In some embodiments, formulas (I), (Ia)-(Ic), (IIa), (IIb), (IIIa)-(IIIg), (IVa)-(IVc), (V), (Va ), or (VI) (e.g., (VIa)) in an amount of about 25 mg to about 400 mg per dose (e.g., an amount recited, or a pharmaceutically acceptable salt thereof) during the treatment period. , e.g., an equivalent amount of a choline salt) during the treatment period, e.g. 41 mg, 42 mg, 43 mg, 44 mg, 45 mg, 46 mg, 47 mg, 48 mg, 49 mg, 50 mg, 51 mg, 52 mg, 53 mg, 54 mg, 55 mg, 56 mg, 57 mg, 58 mg, 59 mg, 60 mg, 61 mg, 62 mg, 63 mg, 64 mg, 65 mg, 66 mg, 67 mg, 68 mg, 69 mg, 70 mg, 71 mg, 72 mg, 73 mg, 74 mg, 75 mg, 76 mg, 77 mg, 78 mg, 79 mg, 80 mg, 81 mg, 82 mg, 83 mg, 84 mg, 85 mg, 86 mg, 87 mg, 88 mg, 89 mg, 90 mg, 91 mg 92 mg 93 mg 94 mg 95 mg 96 mg 97 mg 98 mg 99 mg 100 mg 101 mg 102 mg 103 mg 104 mg 105 mg 106 mg 107 mg 108 mg 109 mg 110 mg 111 mg 112 mg 113 mg 114 mg 115 mg, 116 mg, 117 mg, 118 mg, 119 mg, 120 mg, 121 mg, 122 mg, 123 mg, 124 mg, 125 mg, 126 mg, 127 mg, 128 mg, 129 mg, 130 mg, 131 mg, 132 mg, 133 mg, 134 mg, 135 mg, 136 mg, 137 mg, 138 mg, 139 mg, 140 mg, 141 mg 142 mg 143 mg 144 mg 145 mg 146 mg 147 mg 148 mg 149 mg 150 mg 151 mg 152 mg 153 mg 154 mg 155 mg 156 mg 157 mg 158 mg 159 mg 160 mg 161 mg 162 mg 163 mg 164 mg 165 mg, 166mg, 167mg, 168mg, 169mg, 170mg, 171mg, 172mg, 173mg . 201 mg . . . , 299mg, 300mg, 301mg, 302mg, 303mg, 304mg, 305mg, 306mg, 307mg, 308mg, 309mg, 310mg, 311mg, 312mg, 313mg, 314mg, 315mg, 316mg, 317mg, 318mg, 319mg, 320mg, 321mg, 322mg, 323mg , 324mg, 325mg, 326mg, 327mg, 328mg, 329mg, 330mg, 331mg, 332mg, 333mg, 334mg, 335mg, 336mg, 337mg, 338mg, 339mg, 340mg mg 341 mg 342 mg 343 mg 344 mg 345 mg 346 mg 347 mg 348 mg 349 mg 350 mg 351 mg 352 mg 353 mg 354 mg 355 mg 356 mg 357 mg 358 mg 359 mg 360 mg 361 mg 362 mg 363 mg 364 mg, 365mg,366mg,367mg,368mg,369mg,370mg,371mg,372mg,373mg,374mg,375mg,376mg,377mg,378mg,379mg,380mg,381mg,382mg,383mg,384mg,385mg,386mg,387mg,388mg,389mg, Formula (I), (Ia)-(Ic), (IIa), (IIb), (IIIa) in an amount of 390 mg, 391 mg, 392 mg, 393 mg, 394 mg, 395 mg, 396 mg, 397 mg, 398 mg, 399 mg, or 400 mg A compound of any one of (IIIg), (IVa)-(IVc), (V), (Va), or (VI) (e.g., in recited amounts, or a pharmaceutically acceptable salt, e.g., equivalent amount of choline salt) is administered to the patient.
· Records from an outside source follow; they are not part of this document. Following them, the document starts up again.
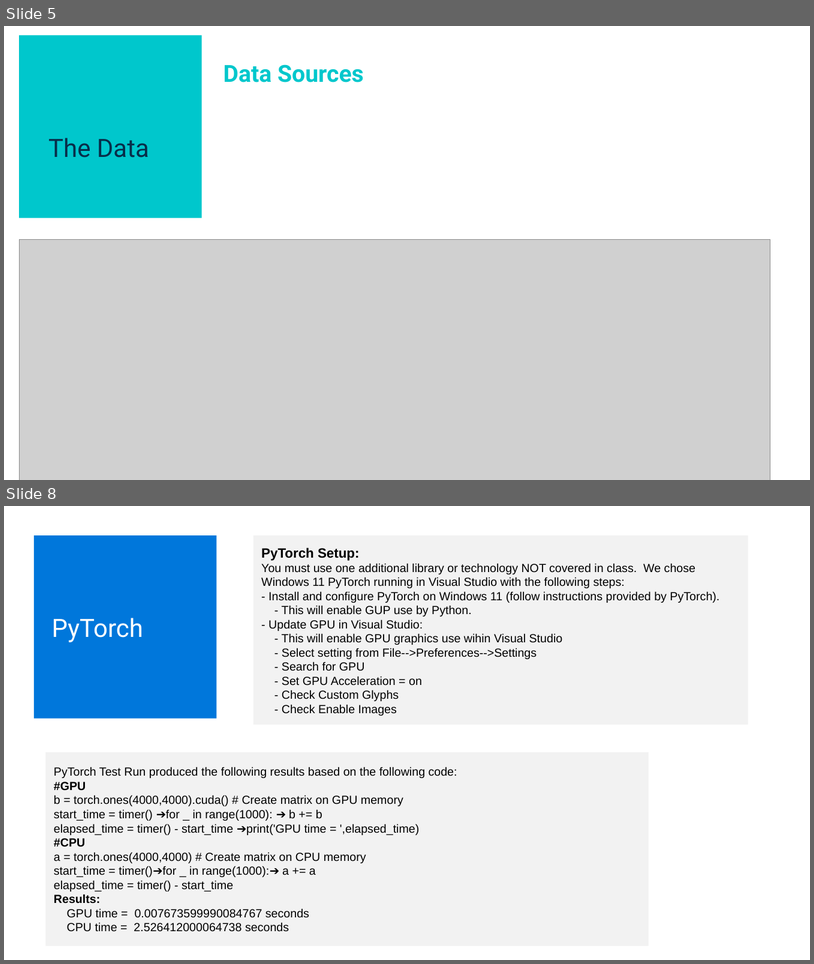
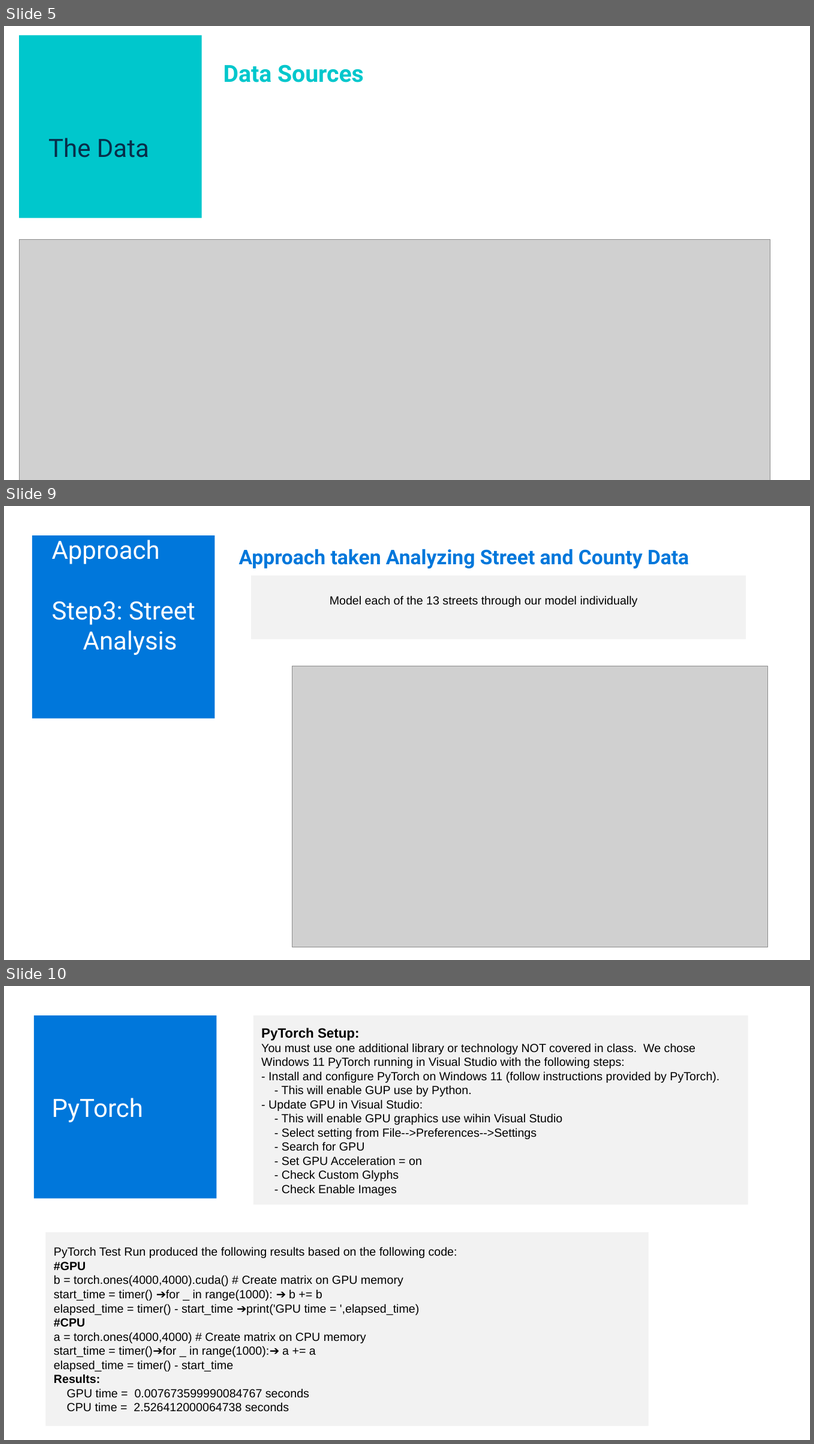
Before and after one commit to tbrown14611/Project_3_Final, a slide deck: Team_6_AI_Bootcamp_Project_3_Final.pptx. Shown one above the other, each under a label of ours: slides 5 and 8 before the commit, slides 5, 9 and 10 after it; the slides between them are not shown. The pictures are 814x964 and 814x1444 pixels, drawn with LibreOffice and Linux fonts; fonts in the diff are those of the drawing; grey boxes stand for pictures. Boxes give left, top, right and bottom in pixels: in the first picture for what was removed or moved away, otherwise in the second. Text is boxed around its words. In the diff, an @@ line names an element or a change of style, - is before the commit and + after.

```diff
--- a/Team_6_AI_Bootcamp_Project_3_Final.pptx
+++ b/Team_6_AI_Bootcamp_Project_3_Final.pptx
@@ slide 9 added at [4,506,810,960], background #FFFFFF @@
@@ rectangle added at [32,535,215,718], fill #0077DB @@
@@ text added at [52,540,195,655], 30 pt, text #FFFFFF @@
+Approach
+Step3: Street
+Analysis
@@ text added at [239,549,689,568], 24 pt, text #0077DB, bold @@
+Approach taken Analyzing Street and County Data
@@ rectangle added at [251,576,746,639], fill #F2F2F2, 14 pt, text #000000 @@
+Model each of the 13 streets through our model individually
@@ picture added at [293,666,768,947] @@
@@ what was slide 8 is now slide 10 @@
```
Also in this commit, not shown: 2 slides changed, 2 other slides added, 1 slide removed, 2 other files.

In some embodiments, formulas (I), (Ia)-(Ic), (IIa), (IIb), (IIIa)-(IIIg), (IVa)-(IVc), (V), (Va ), or (VI) (e.g., (VIa)) in an amount of about 35 mg to about 65 mg per dose (e.g., an amount recited, or a pharmaceutically acceptable salt thereof) during the treatment period. , e.g. equivalent amounts of choline salts), e.g. 50 mg, 51 mg, 52 mg, 53 mg, 54 mg, 55 mg, 56 mg, 57 mg, 58 mg, 59 mg, 60 mg, 61 mg, 62 mg, 63 mg, 64 mg, or 65 mg (e.g., an amount recited, or a pharmaceutically acceptable salt , for example, an equivalent amount of choline salt) is administered to the patient. In some embodiments, formulas (I), (Ia)-(Ic), (IIa), (IIb), (IIIa)-(IIIg), (IVa)-(IVc), (V), (Va ), or (VI) (e.g., (VIa)) in an amount of about 50 mg per dose (e.g., an amount recited, or a pharmaceutically acceptable salt, e.g., equivalent amount of choline salt) is administered to the patient.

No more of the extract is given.